Nach Studium und Auslandaufenthalten trat Robert Bühler in das elterliche Geschäft, der Baumwollfabrik Ed. Bühler, ein. 1933 wurde er zum städtischen Finanz-Amtmann gewählt. Durch seine praktische Intelligenz und Tatkraft, seinen Mut und eine gesunde Härte erwies er der Stadt während der schweren Krisenzeit grosse Dienste. 1946 rückte er auf der freisinnigen Liste in den Nationalrat auf, was ihn zum Rücktritt aus dem Stadtrat veranlasste.

Robert Bühler war Vertreter der 5. Generation der Spinnerei-Dynastie Bühler in Kollbrunn und Winterthur.

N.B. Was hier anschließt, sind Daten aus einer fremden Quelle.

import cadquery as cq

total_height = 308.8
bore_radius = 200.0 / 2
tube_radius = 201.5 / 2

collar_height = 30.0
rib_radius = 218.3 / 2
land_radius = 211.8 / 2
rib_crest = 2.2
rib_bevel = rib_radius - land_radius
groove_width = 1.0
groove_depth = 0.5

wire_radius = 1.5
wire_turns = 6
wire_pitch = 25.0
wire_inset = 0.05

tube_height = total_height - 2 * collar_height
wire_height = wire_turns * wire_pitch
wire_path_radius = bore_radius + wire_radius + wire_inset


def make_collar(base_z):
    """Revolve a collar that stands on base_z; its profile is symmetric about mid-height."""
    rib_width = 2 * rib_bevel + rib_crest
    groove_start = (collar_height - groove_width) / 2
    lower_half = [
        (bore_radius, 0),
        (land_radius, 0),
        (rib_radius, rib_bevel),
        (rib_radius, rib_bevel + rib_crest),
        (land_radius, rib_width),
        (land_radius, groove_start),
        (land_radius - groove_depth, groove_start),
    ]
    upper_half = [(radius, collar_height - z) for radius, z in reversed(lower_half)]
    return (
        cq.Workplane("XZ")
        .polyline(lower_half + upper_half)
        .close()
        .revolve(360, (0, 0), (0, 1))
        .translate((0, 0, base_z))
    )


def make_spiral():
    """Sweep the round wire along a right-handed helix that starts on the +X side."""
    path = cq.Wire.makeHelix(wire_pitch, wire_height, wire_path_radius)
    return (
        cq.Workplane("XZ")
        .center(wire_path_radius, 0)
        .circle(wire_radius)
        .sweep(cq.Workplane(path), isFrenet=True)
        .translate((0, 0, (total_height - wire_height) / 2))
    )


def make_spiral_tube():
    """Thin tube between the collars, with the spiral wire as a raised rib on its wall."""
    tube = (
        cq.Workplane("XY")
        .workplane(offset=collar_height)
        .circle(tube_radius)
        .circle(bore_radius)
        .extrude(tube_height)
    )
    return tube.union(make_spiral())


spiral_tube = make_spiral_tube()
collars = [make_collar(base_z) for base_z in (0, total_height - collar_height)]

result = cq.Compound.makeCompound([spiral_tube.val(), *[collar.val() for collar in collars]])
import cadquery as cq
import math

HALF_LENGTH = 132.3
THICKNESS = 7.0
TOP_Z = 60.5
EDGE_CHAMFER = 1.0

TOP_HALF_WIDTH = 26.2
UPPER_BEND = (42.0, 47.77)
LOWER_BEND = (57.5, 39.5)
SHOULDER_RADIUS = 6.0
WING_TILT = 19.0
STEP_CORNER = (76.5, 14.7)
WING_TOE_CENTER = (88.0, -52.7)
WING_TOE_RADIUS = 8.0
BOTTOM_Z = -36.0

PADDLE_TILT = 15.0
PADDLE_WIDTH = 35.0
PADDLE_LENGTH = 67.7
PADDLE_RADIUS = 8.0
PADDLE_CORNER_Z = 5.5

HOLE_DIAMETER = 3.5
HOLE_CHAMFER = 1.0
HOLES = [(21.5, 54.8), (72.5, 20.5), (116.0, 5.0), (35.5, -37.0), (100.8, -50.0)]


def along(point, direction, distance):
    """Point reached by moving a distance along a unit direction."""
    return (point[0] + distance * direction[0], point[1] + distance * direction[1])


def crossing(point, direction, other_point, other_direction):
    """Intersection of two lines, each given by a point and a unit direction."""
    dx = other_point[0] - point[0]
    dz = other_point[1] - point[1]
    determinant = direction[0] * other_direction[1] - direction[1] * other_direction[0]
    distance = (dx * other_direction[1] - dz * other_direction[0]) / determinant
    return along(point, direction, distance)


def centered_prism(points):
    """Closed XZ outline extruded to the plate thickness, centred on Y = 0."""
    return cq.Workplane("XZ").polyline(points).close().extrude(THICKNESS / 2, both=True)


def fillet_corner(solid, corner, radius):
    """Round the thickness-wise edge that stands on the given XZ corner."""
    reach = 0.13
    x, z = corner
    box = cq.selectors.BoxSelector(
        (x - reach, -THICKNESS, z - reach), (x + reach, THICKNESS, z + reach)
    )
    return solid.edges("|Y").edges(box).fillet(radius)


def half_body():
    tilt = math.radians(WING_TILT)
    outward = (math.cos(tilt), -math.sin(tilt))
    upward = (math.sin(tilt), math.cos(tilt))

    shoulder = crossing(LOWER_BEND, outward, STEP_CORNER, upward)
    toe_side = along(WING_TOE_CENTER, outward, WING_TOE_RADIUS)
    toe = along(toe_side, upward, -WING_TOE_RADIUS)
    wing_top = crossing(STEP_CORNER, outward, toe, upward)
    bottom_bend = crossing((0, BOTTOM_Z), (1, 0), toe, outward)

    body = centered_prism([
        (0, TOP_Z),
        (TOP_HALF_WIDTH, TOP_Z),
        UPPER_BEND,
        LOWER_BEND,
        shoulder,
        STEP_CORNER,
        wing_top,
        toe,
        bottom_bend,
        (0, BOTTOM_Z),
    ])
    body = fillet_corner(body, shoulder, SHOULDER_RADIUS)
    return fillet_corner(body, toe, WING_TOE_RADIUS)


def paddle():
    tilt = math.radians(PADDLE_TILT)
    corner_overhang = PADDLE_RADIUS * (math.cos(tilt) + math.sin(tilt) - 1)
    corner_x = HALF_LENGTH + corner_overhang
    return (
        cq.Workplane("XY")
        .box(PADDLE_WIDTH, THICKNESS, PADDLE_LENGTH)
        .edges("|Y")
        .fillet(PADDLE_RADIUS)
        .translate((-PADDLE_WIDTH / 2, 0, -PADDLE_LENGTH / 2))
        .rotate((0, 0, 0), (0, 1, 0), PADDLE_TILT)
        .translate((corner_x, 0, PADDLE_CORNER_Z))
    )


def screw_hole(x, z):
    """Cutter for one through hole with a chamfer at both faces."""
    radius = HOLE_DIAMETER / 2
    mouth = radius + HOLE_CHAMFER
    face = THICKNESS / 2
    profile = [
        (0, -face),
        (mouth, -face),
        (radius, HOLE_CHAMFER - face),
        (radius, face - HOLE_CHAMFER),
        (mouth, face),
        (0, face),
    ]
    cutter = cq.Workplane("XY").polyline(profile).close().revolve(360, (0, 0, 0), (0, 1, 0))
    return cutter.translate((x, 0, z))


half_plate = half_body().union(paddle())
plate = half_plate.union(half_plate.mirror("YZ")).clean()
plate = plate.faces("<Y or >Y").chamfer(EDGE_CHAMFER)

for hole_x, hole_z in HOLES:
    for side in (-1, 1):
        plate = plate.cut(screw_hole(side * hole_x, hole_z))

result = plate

Zusammen mit seinem Bruder Hans Bühler-Volkart leitete er das Unternehmen Ed. Bühler & Cie.

Robert Bühler war der Sohn des Eduard Bühler-Koller (1862-1932), Industrieller und Inhaber der Baumwollfabrik Ed. Bühler & Cie. Aufgewachsen in Winterthur besuchte er daselbst von 1915-21 das Gymnasium. 1921-1928 studierte er in Genf, Berlin und Zürich Nationalökonomie, zugleich machte er Praktiken und Studienreisen im In- und Ausland. Schliesslich schloss er als Dr. oec. publ. ab. 1929 trat Bühler in die Ed. Bühler & Co. ein und wurde ab 1932 Mitglied der Geschäftsleitung. Von 1933-1947 war er freisinniger Winterthurer Stadtrat (Finanz- und Werkamt). Auch während des Krieges, als Oberst des Generalstabs, befasste er sich aufs intensivste mit den Angelegenheiten des Stadtrates. Weitere politische Mandate waren 1943-52 Zürcher Kantonsrat, 1946-55 und 1959-67 Nationalrat. Er sass in verschiedenen Verwaltungsräten, u.a. 1947-71 der Schweiz. Unfallversicherungs-Gesellschaft (später Winterthur Versicherungen), 1948-71 der SBG (später UBS), 1949-71 der Schweiz. Aluminium AG (später Alusuisse), 1950-71 der Schweiz. Wagons- und Aufzugfabrik. 1956-1960 präsidierte er die kantonale FDP. Bühler engagierte sich als Wirtschaftsvertreter in der Bundesfinanz- und der Verkehrspolitik und in Fragen der Landesverteidigung. Als Politiker war er absolut unbestechlich und genoss auch die Achtung seiner politischen Gegner. Als Präsident der neugestalteten Hypothekar- und Handelsbank setzte er sich für deren Gedeihen und guten Ruf ein. Als Freund Oskar Reinharts war es ihm möglich, massgebend bei der Stiftung Reinhart und bei der späteren Schenkung des "Römerholzes" an den Bund mitzusprechen.

Ab 1931 war er verheiratet mit Margit Zuest, Tochter des Martin, Direktors, von Zürich und Grüsch.